Test Order Amount

You’ll need another couple of test cases to verify the new model. Below you can find the tests and the expected results you can use.

Message 3.1: Evaluate decision `order_amount`; T1, Inventory < 100, High Demand: true (irrelevant), Ordered: false, Expected outcome: 250
{
  "decisionId": "order_amount",
  "variables": "{ \"warehouse_stock_level\": 116, \"orders\": 14, \"spare_parts_reserve\": 10, \"storage_tier\": \"T1\", \"order_placed\": false, \"available_online\": true, \"inventory_trend\": 0 }"
}
Message 3.2: Evaluate decision `order_amount`; T1, Inventory 100, High Demand: false (online, trend 1), Ordered: false, Expected outcome: 0
{
  "decisionId": "order_amount",
  "variables": "{ \"warehouse_stock_level\": 116, \"orders\": 6, \"spare_parts_reserve\": 10, \"storage_tier\": \"T1\", \"order_placed\": false, \"available_online\": true, \"inventory_trend\": 1 }"
}
Message 3.3: Evaluate decision `order_amount`; T1, Inventory 100, High Demand: true (online, trend 0), Ordered: false, Expected outcome: 250
{
  "decisionId": "order_amount",
  "variables": "{ \"warehouse_stock_level\": 116, \"orders\": 6, \"spare_parts_reserve\": 10, \"storage_tier\": \"T1\", \"order_placed\": false, \"available_online\": true, \"inventory_trend\": 0 }"
}
Message 3.4: Evaluate decision `order_amount`; T1, Inventory 100, High Demand: false (not online, trend 0), Ordered: false, Expected outcome: 0
{
  "decisionId": "order_amount",
  "variables": "{ \"warehouse_stock_level\": 116, \"orders\": 6, \"spare_parts_reserve\": 10, \"storage_tier\": \"T1\", \"order_placed\": false, \"available_online\": false, \"inventory_trend\": 0 }"
}
Message 3.5: Evaluate decision `order_amount`; T1, Inventory 149, High Demand: true (not online, trend -2), Ordered: false, Expected outcome: 250
{
  "decisionId": "order_amount",
  "variables": "{ \"warehouse_stock_level\": 165, \"orders\": 6, \"spare_parts_reserve\": 10, \"storage_tier\": \"T1\", \"order_placed\": false, \"available_online\": false, \"inventory_trend\": -2 }"
}
Message 3.6: Evaluate decision `order_amount`; T1, Inventory 150, High Demand: true (online, trend -1), Ordered: false, Expected outcome: 0
{
  "decisionId": "order_amount",
  "variables": "{ \"warehouse_stock_level\": 165, \"orders\": 5, \"spare_parts_reserve\": 10, \"storage_tier\": \"T1\", \"order_placed\": false, \"available_online\": true, \"inventory_trend\": -1 }"
}

Did you get the expected results? Good job!
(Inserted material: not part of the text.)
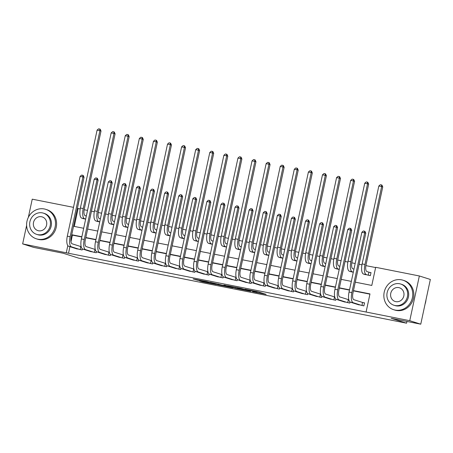 <?xml version="1.0" encoding="UTF-8"?>
<svg xmlns="http://www.w3.org/2000/svg" width="453" height="453" viewBox="0 0 453 453"><rect width="100%" height="100%" fill="white"/><g stroke="black" fill="none" stroke-linecap="round" stroke-linejoin="round"><path stroke-width="0.68" d="M252.553 291.681L266.137 294.376L258.284 291.879L244.994 289.19L256.704 292.304L252.553 291.681M199.45 280.82L202.497 281.783L216.308 284.49L206.913 281.636L193.182 278.963L197.355 280.158L208.227 282.106L213.567 283.821L199.45 280.82M355.282 282.162L371.794 285.435L375.679 267.304L419.348 275.968L430.35 279.45L420.763 324.178L391.177 318.312L406.579 323.193L78.635 258.136L63.233 253.255L33.652 247.389L22.65 243.901L26.614 225.407M420.763 324.178L409.761 320.696L366.092 312.032L369.976 293.901L353.47 290.622M69.932 246.675L68.522 253.261L366.092 312.032M68.522 253.261L22.65 243.901M235.362 288.255L250.707 291.319L241.313 288.459L227.508 285.752L235.362 288.255L235.56 287.321M232.751 287.785L218.159 284.841L210.305 282.344L222.876 285.282L227.338 286.132L223.918 285.033L225.52 285.367L232.78 287.666M369.925 294.15L353.414 290.871M349.473 290.09L339.331 288.08M335.384 287.298L325.243 285.282M321.296 284.501L311.154 282.491M307.208 281.709L297.066 279.694M293.125 278.912L282.978 276.902M279.037 276.12L268.895 274.105M264.948 273.323L254.807 271.313M250.86 270.532L240.719 268.516M236.777 267.734L226.63 265.724M222.689 264.943L212.548 262.927M208.601 262.145L198.459 260.135M194.513 259.354L184.371 257.338M180.43 256.557L170.283 254.546M166.342 253.765L156.2 251.749M152.253 250.968L142.112 248.957M138.165 248.176L128.023 246.16M124.077 245.379L113.935 243.369M109.994 242.587L99.847 240.571M95.906 239.79L85.764 237.78M81.817 236.993L72.406 235.13L70.985 241.755M357.174 304.308L363.889 305.871L364.535 302.847L362.694 302.479M350.033 301.981L349.801 303.074L343.085 301.511M333.872 299.914L334.524 296.891M335.945 299.184L335.713 300.282L328.997 298.72M319.79 297.123L320.435 294.099M321.862 296.392L321.624 297.485L314.909 295.922M307.774 293.595L307.542 294.688L300.826 293.131M291.613 291.534L292.264 288.51M293.686 290.803L293.453 291.896L286.738 290.333M279.597 288.006L279.365 289.099L272.649 287.542M265.515 285.214L265.277 286.307L258.561 284.744M249.354 283.148L249.999 280.124M251.426 282.417L251.189 283.51L244.478 281.953M235.266 280.356L235.911 277.332M237.338 279.626L237.106 280.718L230.39 279.156M223.25 276.828L223.018 277.921L216.302 276.364M209.167 274.037L208.929 275.13L202.214 273.567M193.006 271.97L193.652 268.946M195.079 271.239L194.841 272.332L188.131 270.775M178.918 269.178L179.564 266.154M180.99 268.448L180.758 269.541L174.043 267.978M166.902 265.651L166.67 266.743L159.954 265.186M152.82 262.859L152.582 263.952L145.866 262.389M136.659 260.792L137.304 257.768M138.731 260.062L138.493 261.154L131.778 259.597M124.643 257.27L124.411 258.363L117.695 256.8M110.555 254.473L110.322 255.566L103.607 254.008M94.394 252.406L95.045 249.388M96.466 251.681L96.234 252.774L89.518 251.211M82.384 248.884L82.146 249.977L75.43 248.42M375.628 267.553L365.899 265.622M361.953 264.841L359.116 264.28M355.175 263.493L351.811 262.831M347.864 262.044L345.027 261.483M341.086 260.702L337.723 260.033M333.776 259.252L330.945 258.691M326.998 257.904L323.635 257.242M319.688 256.455L316.857 255.894M312.91 255.113L309.552 254.444M305.605 253.663L302.768 253.102M298.827 252.315L295.464 251.653M291.517 250.866L288.68 250.305M284.739 249.524L281.375 248.856M277.429 248.074L274.597 247.514M270.651 246.726L267.287 246.064M263.34 245.277L260.509 244.716M256.562 243.935L253.199 243.267M249.258 242.485L246.421 241.919M242.474 241.138L239.116 240.475M235.169 239.688L232.332 239.127M228.391 238.346L225.028 237.678M221.081 236.896L218.244 236.33M214.303 235.549L210.939 234.886M206.993 234.099L204.161 233.538M200.215 232.757L196.851 232.089M192.904 231.307L190.073 230.741M186.126 229.96L182.769 229.292M178.822 228.51L175.985 227.95M172.044 227.168L168.68 226.5M164.733 225.719L161.897 225.152M157.955 224.371L154.592 223.703M150.645 222.921L147.814 222.361M143.867 221.579L140.504 220.911M136.557 220.13L133.726 219.563M129.779 218.782L126.421 218.114M122.474 217.332L119.637 216.772M115.696 215.99L112.333 215.322M108.386 214.541L105.549 213.975M101.608 213.193L98.244 212.525M94.298 211.744L91.466 211.183M87.52 210.402L84.156 209.733M80.209 208.952L78.109 208.533L74.275 226.415M363.651 274.088L370.367 275.645L371.013 272.627L369.178 272.259M349.563 271.29L353.295 272.259M335.475 268.499L339.206 269.467M321.392 265.701L325.118 266.67M307.304 262.91L311.03 263.878M293.216 260.113L296.947 261.081M279.127 257.321L282.859 258.289M265.045 254.524L268.771 255.492M250.956 251.732L254.682 252.7M236.868 248.935L240.6 249.903M222.78 246.143L226.511 247.112M208.697 243.346L212.423 244.314M194.609 240.554L198.335 241.523M180.521 237.757L184.252 238.725M166.432 234.965L170.164 235.934M152.344 232.168L156.075 233.136M138.261 229.377L141.987 230.345M124.173 226.579L127.905 227.548M110.085 223.788L113.816 224.756M95.996 220.99L99.728 221.959M81.914 218.199L85.64 219.167M406.579 323.193L406.953 321.443M419.348 275.968L409.761 320.696M28.341 217.372L32.237 199.173L73.488 207.355M78.109 208.533L77.395 208.306M73.545 226.274L83.686 228.284M87.633 229.065L97.774 231.075M101.715 231.862L111.863 233.873M115.804 234.654L125.945 236.664M129.892 237.451L140.034 239.461M143.98 240.243L154.122 242.253M158.063 243.04L168.21 245.05M172.151 245.832L182.293 247.842M186.24 248.629L196.381 250.639M200.328 251.421L210.469 253.431M214.411 254.218L224.558 256.228M228.499 257.01L238.64 259.02M242.587 259.807L252.729 261.817M256.675 262.598L266.817 264.614M270.764 265.396L280.905 267.406M284.846 268.187L294.988 270.203M298.935 270.985L309.076 272.995M313.023 273.776L323.165 275.792M327.111 276.573L337.253 278.584M341.194 279.365L351.341 281.381M67.814 245.605L66.319 252.564M349.523 289.841L339.382 287.831M335.435 287.043L325.294 285.033M321.353 284.252L311.205 282.242M307.264 281.455L297.123 279.444M293.176 278.663L283.034 276.653M279.088 275.866L268.946 273.855M265.005 273.074L254.858 271.064M250.917 270.277L240.775 268.267M236.828 267.485L226.687 265.475M222.74 264.688L212.599 262.678M208.657 261.896L198.51 259.886M194.569 259.099L184.428 257.089M180.481 256.307L170.339 254.297M166.393 253.51L156.251 251.5M152.304 250.719L142.163 248.708M138.222 247.921L128.074 245.911M124.133 245.13L113.992 243.119M110.045 242.332L99.903 240.322M95.957 239.541L85.815 237.525M81.874 236.743L71.727 234.733M72.406 235.13L71.693 234.903M248.131 290.764L241.777 288.663L236.681 287.717L248.131 290.764M224.609 285.962L230.747 287.23L224.609 285.962M365.429 274.665L363.487 274.037A9.281 3.443 101.2 0 1 362.128 263.923L378.833 186.007L380.344 184.711L381.471 184.932L381.913 185.073L382.751 186.919L381.653 186.568L364.948 264.478A9.281 3.443 101.2 0 0 366.301 274.592L368.266 275.214L368.912 272.191L366.953 271.574A6.189 2.293 -78.8 0 1 366.047 264.829L382.751 186.919M368.912 272.191L370.99 272.723M381.471 184.932L381.653 186.568L378.833 186.007M362.049 305.503L362.434 302.411L353.872 299.699A6.189 2.293 -78.8 0 1 352.966 292.961L365.786 233.182L364.682 232.831L351.868 292.61A9.281 3.443 101.2 0 0 353.227 302.723L361.783 305.435M361.868 232.27L363.38 230.973L364.506 231.2L364.682 232.831L361.868 232.27L349.048 292.055A9.281 3.443 101.2 0 0 350.407 302.162L358.963 304.892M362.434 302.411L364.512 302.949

As you’ve seen, testing the various scenarios for a decision requires a bit of work, but it can easily be done in an automated fashion and allows you to specify complex logic in a very efficient way, ready to be invoked whenever needed. Thanks for helping Bolt Bike take another step on their automation journey!